Task requirements: Could you show each line of the records that contains the word "result"?

Records for this task:
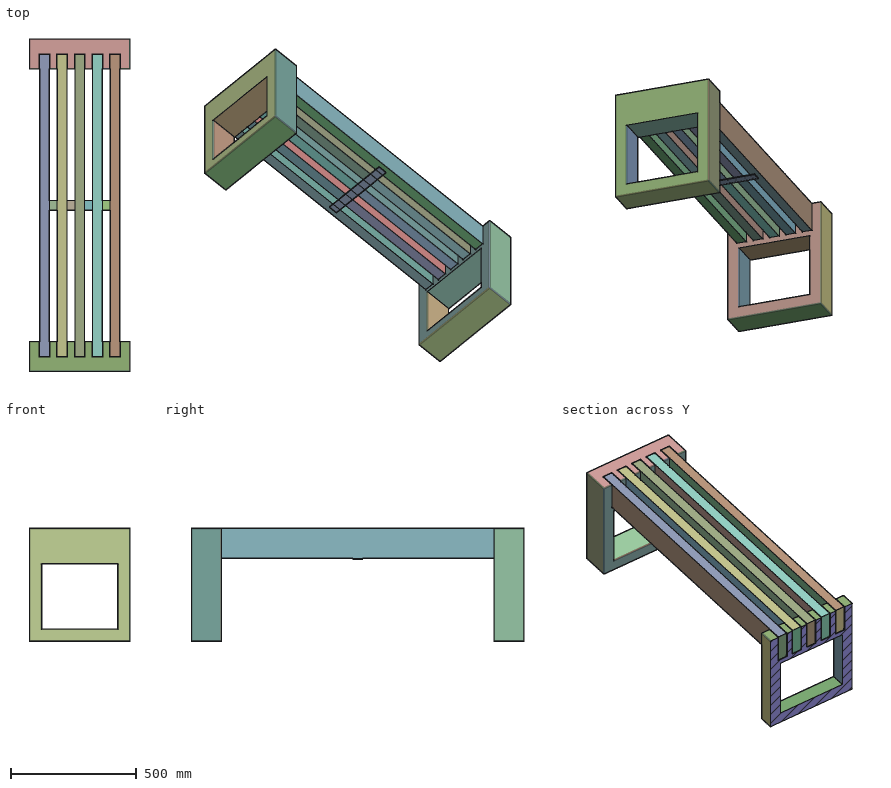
import cadquery as cq

bench_width = 400.0
bench_length = 1320.0
bench_height = 450.0

frame_depth = 120.0
wall_thickness = 50.0
top_beam_height = 143.0
edge_round = 3.0

slat_count = 5
slat_width = 40.0
slat_height = 120.0
slat_pitch = 70.0
slat_end_inset = 61.0
slot_clearance = 2.0

bar_width = 40.0
bar_thickness = 4.0

slat_length = bench_length - 2 * slat_end_inset
slat_bottom = bench_height - slat_height
slat_span = (slat_count - 1) * slat_pitch
slat_centres = [i * slat_pitch - slat_span / 2 for i in range(slat_count)]


def standing_box(width, length, height, bottom=0):
    """Box centred on X and Y that rises from the given height."""
    return cq.Workplane("XY", origin=(0, 0, bottom)).box(width, length, height, centered=(True, True, False))


def make_slats(clearance=0.0):
    """All seat slats, grown by the clearance at both sides and both ends."""
    return (
        cq.Workplane("XY", origin=(0, 0, slat_bottom))
        .pushPoints([(x, 0) for x in slat_centres])
        .rect(slat_width + 2 * clearance, slat_length + 2 * clearance)
        .extrude(slat_height)
    )


def make_end_frame():
    """Portal centred on Y = 0, all edges rounded except under the top beam."""
    window_width = bench_width - 2 * wall_thickness
    window_height = bench_height - wall_thickness - top_beam_height
    window = standing_box(window_width, frame_depth, window_height, wall_thickness)

    block = standing_box(bench_width, frame_depth, bench_height).edges().fillet(edge_round)
    frame = block.cut(window)

    zone_half_width = (bench_width - wall_thickness) / 2
    rim_zone = cq.selectors.BoxSelector(
        (-zone_half_width, -frame_depth, wall_thickness / 2),
        (zone_half_width, frame_depth, bench_height - top_beam_height - wall_thickness),
    )
    return frame.faces("<Y or >Y").edges(rim_zone).fillet(edge_round)


slats = make_slats()
slots = make_slats(slot_clearance)
bar = standing_box(slat_span, bar_width, bar_thickness, slat_bottom - bar_thickness)
end_frame = make_end_frame()
frame_offset = (bench_length - frame_depth) / 2

result = slats.union(bar)
for side in (-1, 1):
    result = result.union(end_frame.translate((0, side * frame_offset, 0)).cut(slots))
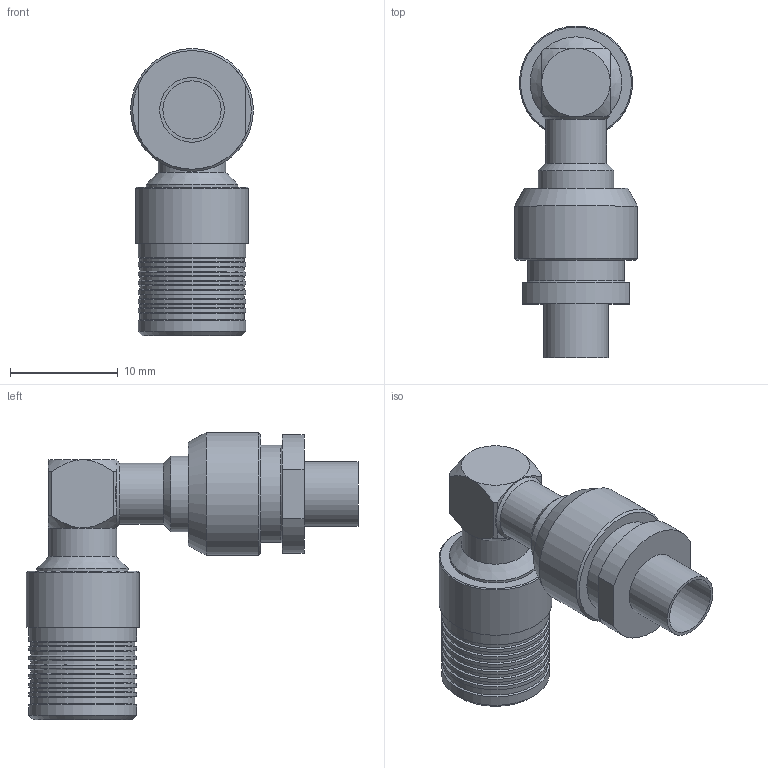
import cadquery as cq


block_size = 6.35
block_half = block_size / 2
corner_chamfer = 0.28
core_r = block_half / 2

neck_r = 3.15
neck_end_z = -5.8
collar_r = 4.25
collar_cone_z = neck_end_z - (collar_r - neck_r)
shell_r = 5.25
shell_top_z = -7.16
shell_bottom_z = -12.38
shell_edge_chamfer = 0.1
barrel_r = 5.0
barrel_end_z = -20.92
barrel_end_chamfer = 0.4

groove_root_r = 4.83
groove_flank = 0.09
groove_count = 6
groove_width = 0.51
groove_pitch = 0.85
first_groove_z = -13.67
last_groove_width = 0.8
last_groove_z = first_groove_z - groove_count * groove_pitch

arm_r = 2.83
arm_root_r = 3.1
arm_root_end = 3.43
arm_end = 7.5
hub_r = 3.5
hub_start = arm_end + (hub_r - arm_r)
nut_r = 5.7
nut_start_r = 4.8
nut_start = 9.8
nut_full = 11.46
nut_end = 16.5
nut_end_chamfer = 0.2
spool_r = 4.5
spool_flare_r = 4.6
spool_flare_start = 18.38
flange_r = 5.5
flange_start = 18.53
flange_end = 20.54
flange_across_flats = 10.0
tube_r = 3.0
tube_bore_r = 2.7
tube_end = 25.54


def turned_plug(profile):
    """Revolve an (r, z) outline about the Z axis."""
    return cq.Workplane("XZ").polyline(profile).close().revolve(360, (0, 0), (0, 1))


def turned_arm(profile):
    """Revolve an (r, distance) outline about the Y axis, distance running along -Y."""
    outline = [(r, -distance) for r, distance in profile]
    return cq.Workplane("XY").polyline(outline).close().revolve(360, (0, 0), (0, 1))


def make_block():
    """Cube with chamfered upright edges and turned 45 degree cones trimming its top and bottom corners."""
    cube = cq.Workplane("XY").box(block_size, block_size, block_size)
    cube = cube.edges("|Z").chamfer(corner_chamfer)
    double_cone = turned_plug([
        (0, block_half),
        (block_half, block_half),
        (block_size, 0),
        (neck_r + block_half, 0),
        (neck_r, -block_half),
        (0, -block_half),
    ])
    return cube.intersect(double_cone)


def barrel_groove(top_z, width):
    """Ring cutter with sloped flanks, open beyond the barrel surface."""
    bottom_z = top_z - width
    outside_r = shell_r
    return turned_plug([
        (outside_r, top_z),
        (barrel_r, top_z),
        (groove_root_r, top_z - groove_flank),
        (groove_root_r, bottom_z + groove_flank),
        (barrel_r, bottom_z),
        (outside_r, bottom_z),
    ])


def make_plug():
    plug = turned_plug([
        (0, 0),
        (0, barrel_end_z),
        (barrel_r - barrel_end_chamfer, barrel_end_z),
        (barrel_r, barrel_end_z + barrel_end_chamfer),
        (barrel_r, shell_bottom_z),
        (shell_r, shell_bottom_z),
        (shell_r, shell_top_z - shell_edge_chamfer),
        (shell_r - shell_edge_chamfer, shell_top_z),
        (collar_r, shell_top_z),
        (collar_r, collar_cone_z),
        (neck_r, neck_end_z),
        (neck_r, -block_half),
        (core_r, 0),
    ])
    for index in range(groove_count):
        plug = plug.cut(barrel_groove(first_groove_z - index * groove_pitch, groove_width))
    return plug.cut(barrel_groove(last_groove_z, last_groove_width))


def make_flange():
    """Round flange with two flats facing -X and +X."""
    length = flange_end - flange_start
    middle = (flange_start + flange_end) / 2
    disc = turned_arm([
        (0, flange_start),
        (flange_r, flange_start),
        (flange_r, flange_end),
        (0, flange_end),
    ])
    slab = cq.Workplane("XY").box(flange_across_flats, length, 2 * flange_r)
    return disc.intersect(slab.translate((0, -middle, 0)))


def make_arm():
    arm = turned_arm([
        (0, 0),
        (core_r, 0),
        (arm_root_r, block_half),
        (arm_r, arm_root_end),
        (arm_r, arm_end),
        (hub_r, hub_start),
        (hub_r, nut_start),
        (nut_start_r, nut_start),
        (nut_r, nut_full),
        (nut_r, nut_end - nut_end_chamfer),
        (nut_r - nut_end_chamfer, nut_end),
        (spool_r, nut_end),
        (spool_r, spool_flare_start),
        (spool_flare_r, flange_start),
        (tube_r, flange_start),
        (tube_r, tube_end),
        (0, tube_end),
    ])
    bore = turned_arm([
        (0, flange_end),
        (tube_bore_r, flange_end),
        (tube_bore_r, tube_end),
        (0, tube_end),
    ])
    return arm.union(make_flange()).cut(bore)


result = make_block().union(make_plug()).union(make_arm())
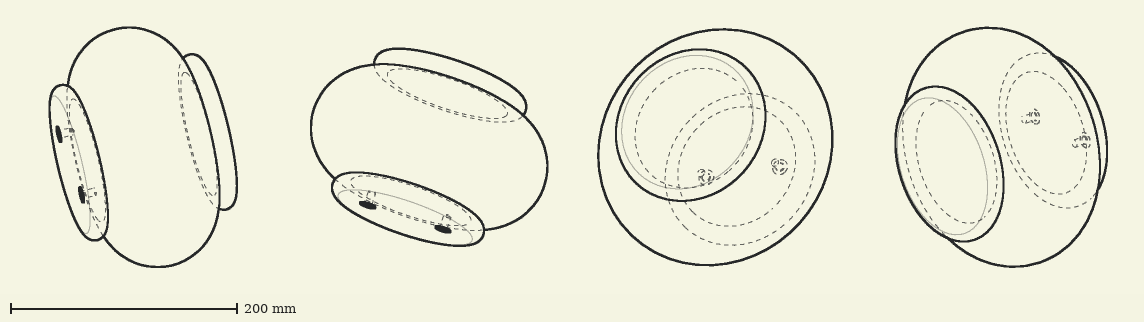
import cadquery as cq
import math

body_diameter = 215.0
overall_length = 135.0
bead_thickness = 16.0
plate_face_diameter = 125.0

hole_spacing = 70.0
spot_face_diameter = 14.0
spot_face_depth = 0.5
hole_diameter = 6.65
hole_mouth_diameter = 8.0
hole_depth = 12.0
drill_point_angle = 120.0

half_length = overall_length / 2
body_half_width = half_length - bead_thickness
body_radius = body_diameter / 2
body_flat_radius = body_radius - body_half_width
bead_tube_radius = bead_thickness / 2
plate_face_radius = plate_face_diameter / 2
bead_outer_radius = plate_face_radius + bead_tube_radius
bead_middle = half_length - bead_tube_radius


def make_spring():
    """Bellows with a round-edged bead disc on each end, as one revolved profile."""
    profile = (
        cq.Workplane("XY")
        .moveTo(0, -half_length)
        .lineTo(plate_face_radius, -half_length)
        .threePointArc((bead_outer_radius, -bead_middle), (plate_face_radius, -body_half_width))
        .lineTo(body_flat_radius, -body_half_width)
        .threePointArc((body_radius, 0), (body_flat_radius, body_half_width))
        .lineTo(plate_face_radius, body_half_width)
        .threePointArc((bead_outer_radius, bead_middle), (plate_face_radius, half_length))
        .lineTo(0, half_length)
        .close()
    )
    return profile.revolve(360, (0, 0, 0), (0, 1, 0))


def make_hole(x):
    """Spot face and blind hole with a chamfered mouth and a drill-point end, to be cut away."""
    hole_radius = hole_diameter / 2
    mouth_radius = hole_mouth_diameter / 2
    mouth_depth = mouth_radius - hole_radius
    point_depth = hole_radius / math.tan(math.radians(drill_point_angle / 2))
    spot_face_radius = spot_face_diameter / 2
    spot_face = -half_length + spot_face_depth
    profile = (
        cq.Workplane("XY")
        .moveTo(x, -half_length)
        .lineTo(x + spot_face_radius, -half_length)
        .lineTo(x + spot_face_radius, spot_face)
        .lineTo(x + mouth_radius, spot_face)
        .lineTo(x + hole_radius, spot_face + mouth_depth)
        .lineTo(x + hole_radius, spot_face + hole_depth)
        .lineTo(x, spot_face + hole_depth + point_depth)
        .close()
    )
    return profile.revolve(360, (x, 0, 0), (x, 1, 0))


result = make_spring()
for x in (-hole_spacing / 2, hole_spacing / 2):
    result = result.cut(make_hole(x))
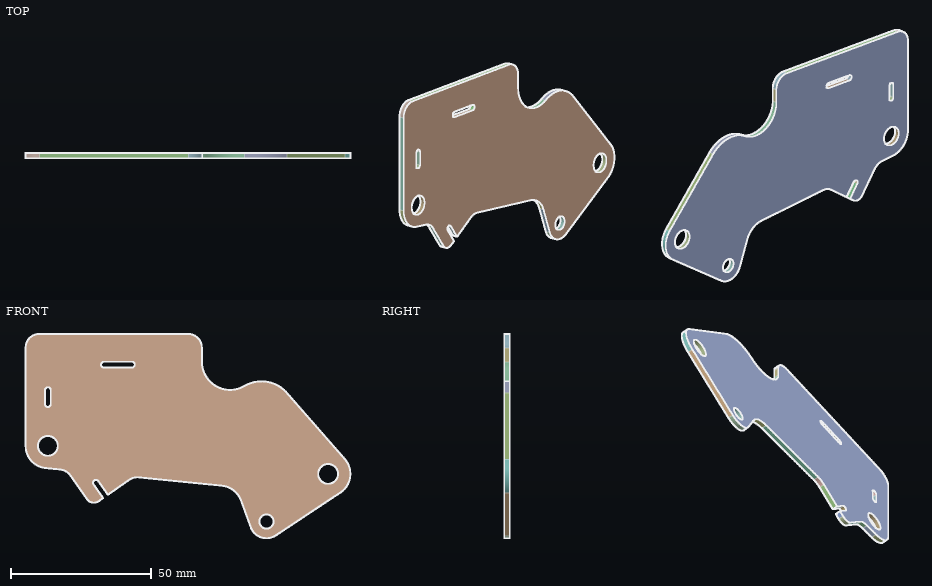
import cadquery as cq
import math

THICKNESS = 2.0

LEFT_PIVOT = (0.0, 0.0)
RIGHT_PIVOT = (100.0, -10.0)
PIVOT_LUG_RADIUS = 8.0
PIVOT_HOLE_DIAMETER = 7.0
SMALL_PIVOT = (78.0, -27.0)
SMALL_LUG_RADIUS = 6.0
SMALL_HOLE_DIAMETER = 5.0
SMALL_LUG_EDGE_ANGLE = -70.0
SMALL_LUG_FILLET = 8.0

TOP_Z = 40.0
PANEL_RIGHT_X = 55.0
PANEL_CORNER_RADIUS = 5.0

HOLLOW_RADIUS = 10.0
HOLLOW_CENTER = (PANEL_RIGHT_X + HOLLOW_RADIUS, 30.0)
SHOULDER_RADIUS = 12.0
SHOULDER_DROP = 18.92
SHOULDER_SHIFT = math.sqrt((HOLLOW_RADIUS + SHOULDER_RADIUS) ** 2 - SHOULDER_DROP**2)
SHOULDER_CENTER = (HOLLOW_CENTER[0] + SHOULDER_SHIFT, HOLLOW_CENTER[1] - SHOULDER_DROP)

TAB_ANGLE = -55.0
TAB_EDGE_OFFSET = 0.5
TAB_END_DISTANCE = 26.6
TAB_CORNER_RADIUS = 3.0
TAB_ROOT_FILLET = 5.0
TAB_SLOT_OFFSET = TAB_EDGE_OFFSET + 2 * TAB_CORNER_RADIUS
TAB_SLOT_DEPTH = 7.0

SLOT_WIDTH = 2.0
LONG_SLOT_LENGTH = 12.0
LONG_SLOT_CENTER = (25.0, 29.0)
SHORT_SLOT_LENGTH = 7.0
SHORT_SLOT_CENTER = (LEFT_PIVOT[0], 17.4)


def polar(center, radius, angle):
    """Point at the given radius and angle (degrees) from a centre."""
    a = math.radians(angle)
    return (center[0] + radius * math.cos(a), center[1] + radius * math.sin(a))


def direction(start, end):
    """Angle in degrees of the line from start to end."""
    return math.degrees(math.atan2(end[1] - start[1], end[0] - start[0]))


def tangent_normal(center_a, radius_a, center_b, radius_b):
    """Angle of the radii that meet the common tangent on the left of the way from a to b."""
    lean = math.degrees(math.acos((radius_a - radius_b) / math.dist(center_a, center_b)))
    return direction(center_a, center_b) + lean


def crossing(point_a, angle_a, point_b, angle_b):
    """Intersection of two lines, each given by a point and a direction angle."""
    dx = point_b[0] - point_a[0]
    dz = point_b[1] - point_a[1]
    b = math.radians(angle_b)
    reach = (dx * math.sin(b) - dz * math.cos(b)) / math.sin(math.radians(angle_b - angle_a))
    return polar(point_a, reach, angle_a)


def tab_point(along, across):
    """Point given along the tab and square to it (positive to the upper right)."""
    return polar(polar(LEFT_PIVOT, along, TAB_ANGLE), across, TAB_ANGLE + 90)


def fillet_corner(plate, point, radius):
    """Round the plate corner nearest to an (x, z) point."""
    middle = (point[0], THICKNESS / 2, point[1])
    return plate.edges("|Y").edges(cq.NearestToPointSelector(middle)).fillet(radius)


def make_plate():
    """Outline run clockwise from the left lug, extruded, with its plain corners rounded."""
    left_x = LEFT_PIVOT[0] - PIVOT_LUG_RADIUS

    slope_normal = tangent_normal(SHOULDER_CENTER, SHOULDER_RADIUS, RIGHT_PIVOT, PIVOT_LUG_RADIUS)
    nose_normal = tangent_normal(RIGHT_PIVOT, PIVOT_LUG_RADIUS, SMALL_PIVOT, SMALL_LUG_RADIUS)
    lower_normal = tangent_normal(RIGHT_PIVOT, PIVOT_LUG_RADIUS, LEFT_PIVOT, PIVOT_LUG_RADIUS)
    lower_angle = lower_normal + 90
    lower_start = polar(LEFT_PIVOT, PIVOT_LUG_RADIUS, lower_normal)

    hollow_to_shoulder = direction(HOLLOW_CENTER, SHOULDER_CENTER)
    hollow_start = (PANEL_RIGHT_X, HOLLOW_CENTER[1])
    hollow_middle = polar(HOLLOW_CENTER, HOLLOW_RADIUS, (hollow_to_shoulder - 180) / 2)
    hollow_end = polar(HOLLOW_CENTER, HOLLOW_RADIUS, hollow_to_shoulder)
    shoulder_middle = polar(
        SHOULDER_CENTER, SHOULDER_RADIUS, (hollow_to_shoulder + 180 + slope_normal) / 2
    )
    shoulder_end = polar(SHOULDER_CENTER, SHOULDER_RADIUS, slope_normal)

    small_normal = SMALL_LUG_EDGE_ANGLE - 90
    small_end = polar(SMALL_PIVOT, SMALL_LUG_RADIUS, small_normal)
    small_corner = crossing(lower_start, lower_angle, small_end, SMALL_LUG_EDGE_ANGLE)

    tab_left = crossing(lower_start, lower_angle, tab_point(0, TAB_EDGE_OFFSET), TAB_ANGLE)
    tab_tip = tab_point(TAB_END_DISTANCE, TAB_EDGE_OFFSET)
    tab_right = crossing(lower_start, lower_angle, tab_tip, TAB_ANGLE + 90)

    plate = (
        cq.Workplane("XZ")
        .moveTo(left_x, LEFT_PIVOT[1])
        .lineTo(left_x, TOP_Z)
        .lineTo(PANEL_RIGHT_X, TOP_Z)
        .lineTo(*hollow_start)
        .threePointArc(hollow_middle, hollow_end)
        .threePointArc(shoulder_middle, shoulder_end)
        .lineTo(*polar(RIGHT_PIVOT, PIVOT_LUG_RADIUS, slope_normal))
        .threePointArc(
            polar(RIGHT_PIVOT, PIVOT_LUG_RADIUS, 0),
            polar(RIGHT_PIVOT, PIVOT_LUG_RADIUS, nose_normal),
        )
        .lineTo(*polar(SMALL_PIVOT, SMALL_LUG_RADIUS, nose_normal))
        .threePointArc(polar(SMALL_PIVOT, SMALL_LUG_RADIUS, -90), small_end)
        .lineTo(*small_corner)
        .lineTo(*tab_right)
        .lineTo(*tab_tip)
        .lineTo(*tab_left)
        .lineTo(*lower_start)
        .threePointArc(polar(LEFT_PIVOT, PIVOT_LUG_RADIUS, -135), (left_x, LEFT_PIVOT[1]))
        .close()
        .extrude(-THICKNESS)
    )
    rounded_corners = [
        ((left_x, TOP_Z), PANEL_CORNER_RADIUS),
        ((PANEL_RIGHT_X, TOP_Z), PANEL_CORNER_RADIUS),
        (small_corner, SMALL_LUG_FILLET),
        (tab_right, TAB_ROOT_FILLET),
        (tab_tip, TAB_CORNER_RADIUS),
        (tab_left, TAB_ROOT_FILLET),
    ]
    for point, radius in rounded_corners:
        plate = fillet_corner(plate, point, radius)
    return plate


def hole_cutter(center, diameter):
    """Round through hole."""
    return cq.Workplane("XZ").center(*center).circle(diameter / 2).extrude(-THICKNESS)


def slot_cutter(center, length, angle):
    """Round-ended through slot of the common width."""
    return cq.Workplane("XZ").center(*center).slot2D(length, SLOT_WIDTH, angle).extrude(-THICKNESS)


def tab_slot_cutter():
    """Slot centred on the tab end edge, so that one half opens through it."""
    center = tab_point(TAB_END_DISTANCE, TAB_SLOT_OFFSET)
    return slot_cutter(center, 2 * TAB_SLOT_DEPTH, TAB_ANGLE)


cutters = [
    hole_cutter(LEFT_PIVOT, PIVOT_HOLE_DIAMETER),
    hole_cutter(RIGHT_PIVOT, PIVOT_HOLE_DIAMETER),
    hole_cutter(SMALL_PIVOT, SMALL_HOLE_DIAMETER),
    slot_cutter(LONG_SLOT_CENTER, LONG_SLOT_LENGTH, 0),
    slot_cutter(SHORT_SLOT_CENTER, SHORT_SLOT_LENGTH, 90),
    tab_slot_cutter(),
]

result = make_plate()
for cutter in cutters:
    result = result.cut(cutter)

Answer area:
result = slats.union(bar)
    result = result.union(end_frame.translate((0, side * frame_offset, 0)).cut(slots))
result = make_block().union(make_plug()).union(make_arm())
result = make_spring()
    result = result.cut(make_hole(x))
result = make_plate()
    result = result.cut(cutter)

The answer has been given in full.